Notice that the same holds when $f_1$ on the right-hand side is replaced by $f_i$ for $2\le i\le 4$ . In short,

$$\begin{align*}|N(f_1, f_2, f_3, f_4)|\le \min_{j}||f_j||_{\square (V_1\times V_2)}+O\left(\frac{\lambda^{1/4}}{d^{1/4}}\right).\end{align*}$$

This completes the proof.

Proof Suppose $\mathcal {G}$ is a d-regular graph on vertex set V with $|V|=n$ , and let A denote its adjacency matrix.

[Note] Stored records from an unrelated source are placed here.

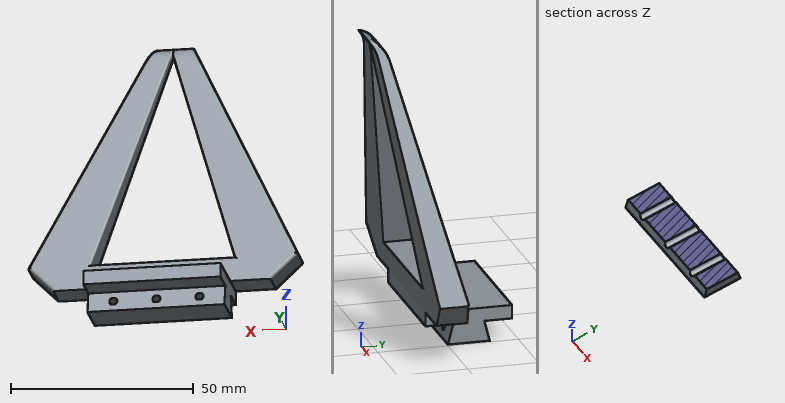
import cadquery as cq

base_width = 38.1
base_depth = 24.6
plate_thickness = 3.9
rail_height = 5.9
rail_top_depth = 8.85
rail_bottom_depth = 11.9
base_top = rail_height + plate_thickness
rail_center_y = base_depth / 2

hole_diameter = 2.1
hole_spacing = 12.0

total_height = 85.05
total_depth = 36.9
frame_width = 75.0
frame_bottom_width = 60.4
tip_width = 10.4
shoulder_z = 17.3
opening_width = 40.0
opening_top = 82.2

back_bottom_y = 9.1
back_curl_y = -6.8
back_curl_z = 79.4
front_curl_y = -10.1
front_curl_z = 80.1
tip_y = base_depth - total_depth
tip_thickness = 0.2

outer_edge_radius = 0.85
opening_edge_radius = 0.5


def make_base():
    plate = (
        cq.Workplane("XY")
        .workplane(offset=rail_height)
        .center(0, rail_center_y)
        .rect(base_width, base_depth)
        .extrude(plate_thickness)
    )
    rail = (
        cq.Workplane("YZ")
        .polyline([
            (rail_center_y - rail_bottom_depth / 2, 0),
            (rail_center_y + rail_bottom_depth / 2, 0),
            (rail_center_y + rail_top_depth / 2, rail_height),
            (rail_center_y - rail_top_depth / 2, rail_height),
        ])
        .close()
        .extrude(base_width / 2, both=True)
    )
    holes = (
        cq.Workplane("XZ")
        .pushPoints([(i * hole_spacing, rail_height / 2) for i in (-1, 0, 1)])
        .circle(hole_diameter / 2)
        .extrude(-base_depth)
    )
    return plate.union(rail.cut(holes))


def arc_middle(start, tangent, end):
    """Middle point of the arc leaving start along tangent and reaching end."""
    chord = end - start
    direction = tangent.normalized()
    bisector = (direction + chord.normalized()).normalized()
    return start + bisector * (chord.Length / 2 / bisector.dot(chord.normalized()))


def make_leaning_slab():
    back_flank = cq.Vector(back_curl_y - back_bottom_y, back_curl_z - base_top)
    front_flank = cq.Vector(front_curl_y, front_curl_z - base_top)
    back_curl = cq.Vector(back_curl_y, back_curl_z)
    front_curl = cq.Vector(front_curl_y, front_curl_z)
    tip_top = cq.Vector(tip_y, total_height)
    tip_bottom = cq.Vector(tip_y, total_height - tip_thickness)
    back_middle = arc_middle(back_curl, back_flank, tip_top)
    front_middle = arc_middle(front_curl, front_flank, tip_bottom)
    return (
        cq.Workplane("YZ")
        .moveTo(0, base_top)
        .lineTo(back_bottom_y, base_top)
        .lineTo(back_curl_y, back_curl_z)
        .threePointArc((back_middle.x, back_middle.y), (tip_y, total_height))
        .lineTo(tip_y, total_height - tip_thickness)
        .threePointArc((front_middle.x, front_middle.y), (front_curl_y, front_curl_z))
        .close()
        .extrude(frame_width / 2, both=True)
    )


def prism_along_y(points):
    """Prism with an XZ outline, long enough to span the whole part."""
    return cq.Workplane("XZ").polyline(points).close().extrude(base_depth, both=True)


def make_frame():
    outline = prism_along_y([
        (-frame_bottom_width / 2, base_top),
        (frame_bottom_width / 2, base_top),
        (frame_width / 2, shoulder_z),
        (tip_width / 2, total_height),
        (-tip_width / 2, total_height),
        (-frame_width / 2, shoulder_z),
    ])
    opening = prism_along_y([
        (-opening_width / 2, shoulder_z),
        (opening_width / 2, shoulder_z),
        (0, opening_top),
    ])
    frame = make_leaning_slab().intersect(outline)

    behind = cq.selectors.BoxSelector(
        (-frame_width, 0, 0), (frame_width, base_depth, total_height)
    )
    frame = frame.edges("(not |X) and (not |Y)").edges(behind).fillet(outer_edge_radius)

    frame = frame.cut(opening)
    opening_reach = opening_width / 3
    around_opening = cq.selectors.BoxSelector(
        (-opening_reach, 0, shoulder_z - outer_edge_radius),
        (opening_reach, base_depth, back_curl_z),
    )
    return frame.edges(around_opening).fillet(opening_edge_radius)


result = make_base().union(make_frame())

For two real-valued functions $f, g\colon V\times V\to \mathbb {R}$ , we define

$$\begin{align*}\langle f, g\rangle=\sum_{(v_1, v_2)\in V\times V}f(v_1, v_2){g}(v_1, v_2)\end{align*}$$

and

$$\begin{align*}||f||_2^2=\langle f, f\rangle.\end{align*}$$

We denote the set of all real-valued functions on $V\times V$ by $L^2(V\times V)$ . For the remainder of the proof, we will assume that $f,g \in L^2(V\times V)$ are nonnegative functions.

We define

$$\begin{align*}A\otimes A f(v_1, v_2)=\sum_{(u_1, u_2)\colon (u_1, v_1)\in E, (u_2, v_2)\in E}f(u_1, u_2).\end{align*}$$

That is, $A\otimes A$ is the adjacency matrix of $\mathcal {G}\otimes \mathcal {G}$ . In the remainder, we denote $A\otimes A$ by B.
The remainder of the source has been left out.